Before I start... 2005 RSTD, 50,000km.

 

The sum of it is that my charging system is no longer working. I started it up at work a few days ago, seemed fine. Rode to the gas station, filled up, then all I heard was clicks and a slow single turn over of the engine before it died. I suspected that my old battery was,, well, old, so I replaced it with a new battery. Then the other day I went for a good ride and basically the same thing happened. I shut the bike down for a moment but couldn't get it fired back up. Both times I have to get a boost to get the bike fired up and back home.

 

So my next step was to read through what I could on ventureriders.org to diagnose the problem. So far I have pulled the regulator/rectifier that sits right in front of the oil filter (what a complete pain in the butt to get out, had to loosen up the radiator and fight with it some to get the tools in there..) I checked the connection/pins and they look just fine, nothing burnt up.
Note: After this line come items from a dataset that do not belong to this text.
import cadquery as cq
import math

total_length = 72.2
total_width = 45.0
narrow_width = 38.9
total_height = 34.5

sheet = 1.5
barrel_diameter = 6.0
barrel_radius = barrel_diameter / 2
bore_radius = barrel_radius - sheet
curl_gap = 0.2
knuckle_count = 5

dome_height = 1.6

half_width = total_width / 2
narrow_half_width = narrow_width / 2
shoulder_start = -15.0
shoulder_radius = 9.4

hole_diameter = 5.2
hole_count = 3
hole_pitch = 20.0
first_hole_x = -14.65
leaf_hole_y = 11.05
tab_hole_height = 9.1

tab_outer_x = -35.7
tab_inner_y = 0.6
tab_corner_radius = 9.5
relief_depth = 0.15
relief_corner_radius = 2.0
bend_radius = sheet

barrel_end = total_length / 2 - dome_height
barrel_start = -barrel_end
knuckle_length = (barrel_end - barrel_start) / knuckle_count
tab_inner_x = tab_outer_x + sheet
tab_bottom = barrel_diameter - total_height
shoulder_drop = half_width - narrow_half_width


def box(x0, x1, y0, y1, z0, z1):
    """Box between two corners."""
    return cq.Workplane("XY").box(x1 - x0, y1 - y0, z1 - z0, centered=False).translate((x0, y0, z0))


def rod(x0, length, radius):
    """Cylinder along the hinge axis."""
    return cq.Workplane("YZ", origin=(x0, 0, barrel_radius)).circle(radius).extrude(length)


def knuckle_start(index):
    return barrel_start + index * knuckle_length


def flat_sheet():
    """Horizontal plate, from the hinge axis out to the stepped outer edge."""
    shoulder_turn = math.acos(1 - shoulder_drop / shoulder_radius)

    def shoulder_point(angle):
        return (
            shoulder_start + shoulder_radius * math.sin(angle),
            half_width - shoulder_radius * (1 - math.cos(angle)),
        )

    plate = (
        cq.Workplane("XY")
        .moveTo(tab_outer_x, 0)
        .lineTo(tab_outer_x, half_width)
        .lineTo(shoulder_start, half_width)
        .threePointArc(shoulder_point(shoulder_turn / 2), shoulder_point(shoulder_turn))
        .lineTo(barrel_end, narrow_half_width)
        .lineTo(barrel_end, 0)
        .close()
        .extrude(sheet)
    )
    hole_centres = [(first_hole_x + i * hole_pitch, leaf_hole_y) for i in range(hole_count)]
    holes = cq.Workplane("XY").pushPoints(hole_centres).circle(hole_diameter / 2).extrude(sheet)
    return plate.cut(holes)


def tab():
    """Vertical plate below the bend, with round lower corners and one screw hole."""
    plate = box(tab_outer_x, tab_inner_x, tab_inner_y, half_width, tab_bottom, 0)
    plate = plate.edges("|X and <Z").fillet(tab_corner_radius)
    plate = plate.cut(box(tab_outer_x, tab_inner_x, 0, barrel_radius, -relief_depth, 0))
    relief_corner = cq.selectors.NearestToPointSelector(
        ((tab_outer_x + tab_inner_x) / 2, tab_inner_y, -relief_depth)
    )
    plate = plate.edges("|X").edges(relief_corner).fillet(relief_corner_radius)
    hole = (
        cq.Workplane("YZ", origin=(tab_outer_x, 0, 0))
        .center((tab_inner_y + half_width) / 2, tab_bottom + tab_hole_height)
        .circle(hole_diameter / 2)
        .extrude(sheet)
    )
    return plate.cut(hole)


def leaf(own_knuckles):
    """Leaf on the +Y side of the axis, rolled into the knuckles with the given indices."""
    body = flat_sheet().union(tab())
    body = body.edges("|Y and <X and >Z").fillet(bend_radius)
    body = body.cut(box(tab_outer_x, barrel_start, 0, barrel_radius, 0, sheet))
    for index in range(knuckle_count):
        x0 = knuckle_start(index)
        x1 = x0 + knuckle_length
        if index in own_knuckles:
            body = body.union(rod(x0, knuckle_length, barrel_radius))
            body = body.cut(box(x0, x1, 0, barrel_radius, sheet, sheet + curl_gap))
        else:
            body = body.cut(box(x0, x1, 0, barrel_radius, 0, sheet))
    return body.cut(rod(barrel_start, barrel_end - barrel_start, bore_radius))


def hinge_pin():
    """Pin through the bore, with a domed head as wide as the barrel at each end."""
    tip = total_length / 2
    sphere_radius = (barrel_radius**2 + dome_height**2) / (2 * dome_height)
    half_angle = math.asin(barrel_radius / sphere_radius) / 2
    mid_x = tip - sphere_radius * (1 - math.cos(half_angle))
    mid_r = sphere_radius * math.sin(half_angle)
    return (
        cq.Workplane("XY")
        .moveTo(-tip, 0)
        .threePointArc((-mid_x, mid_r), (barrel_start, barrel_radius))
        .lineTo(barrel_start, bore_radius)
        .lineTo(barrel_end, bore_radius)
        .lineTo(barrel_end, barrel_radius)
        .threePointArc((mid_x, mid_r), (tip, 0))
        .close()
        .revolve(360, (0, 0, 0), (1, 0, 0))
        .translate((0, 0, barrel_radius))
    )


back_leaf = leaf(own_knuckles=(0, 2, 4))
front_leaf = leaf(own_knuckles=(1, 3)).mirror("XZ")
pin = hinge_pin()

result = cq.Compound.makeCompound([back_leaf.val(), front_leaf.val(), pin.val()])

I am going to dig into the seat/battery area to check those wires tonight, see if I can spot some damage of any kind.

 

Bar that, what should I be considering as a possible fix? I was thinking of getting the high output stator from Buckeye (I figure I could use it since I have a handlebar radio, tach, heated gloves, alarm system, sometimes my gps is plugged in as well). I figure if I can't see any damaged/loose wires and the r/r looks fine, then the stator might be suspect. I can replace/upgrade it, if it doesn't fix the problem then at least I have more power production..

 

Question: If I do replace the stator with the Buckeye, should I get a replacement Regulator/Rectifier as well? Is there a special high output R/R that goes with the high output stator? Does Buckeye sell one?

 

I appreciate any comments and feedback! It's ashamed that the weather is perfect and I'm riding in my car. Having the windows down just isn't the same..

 

Thanks~!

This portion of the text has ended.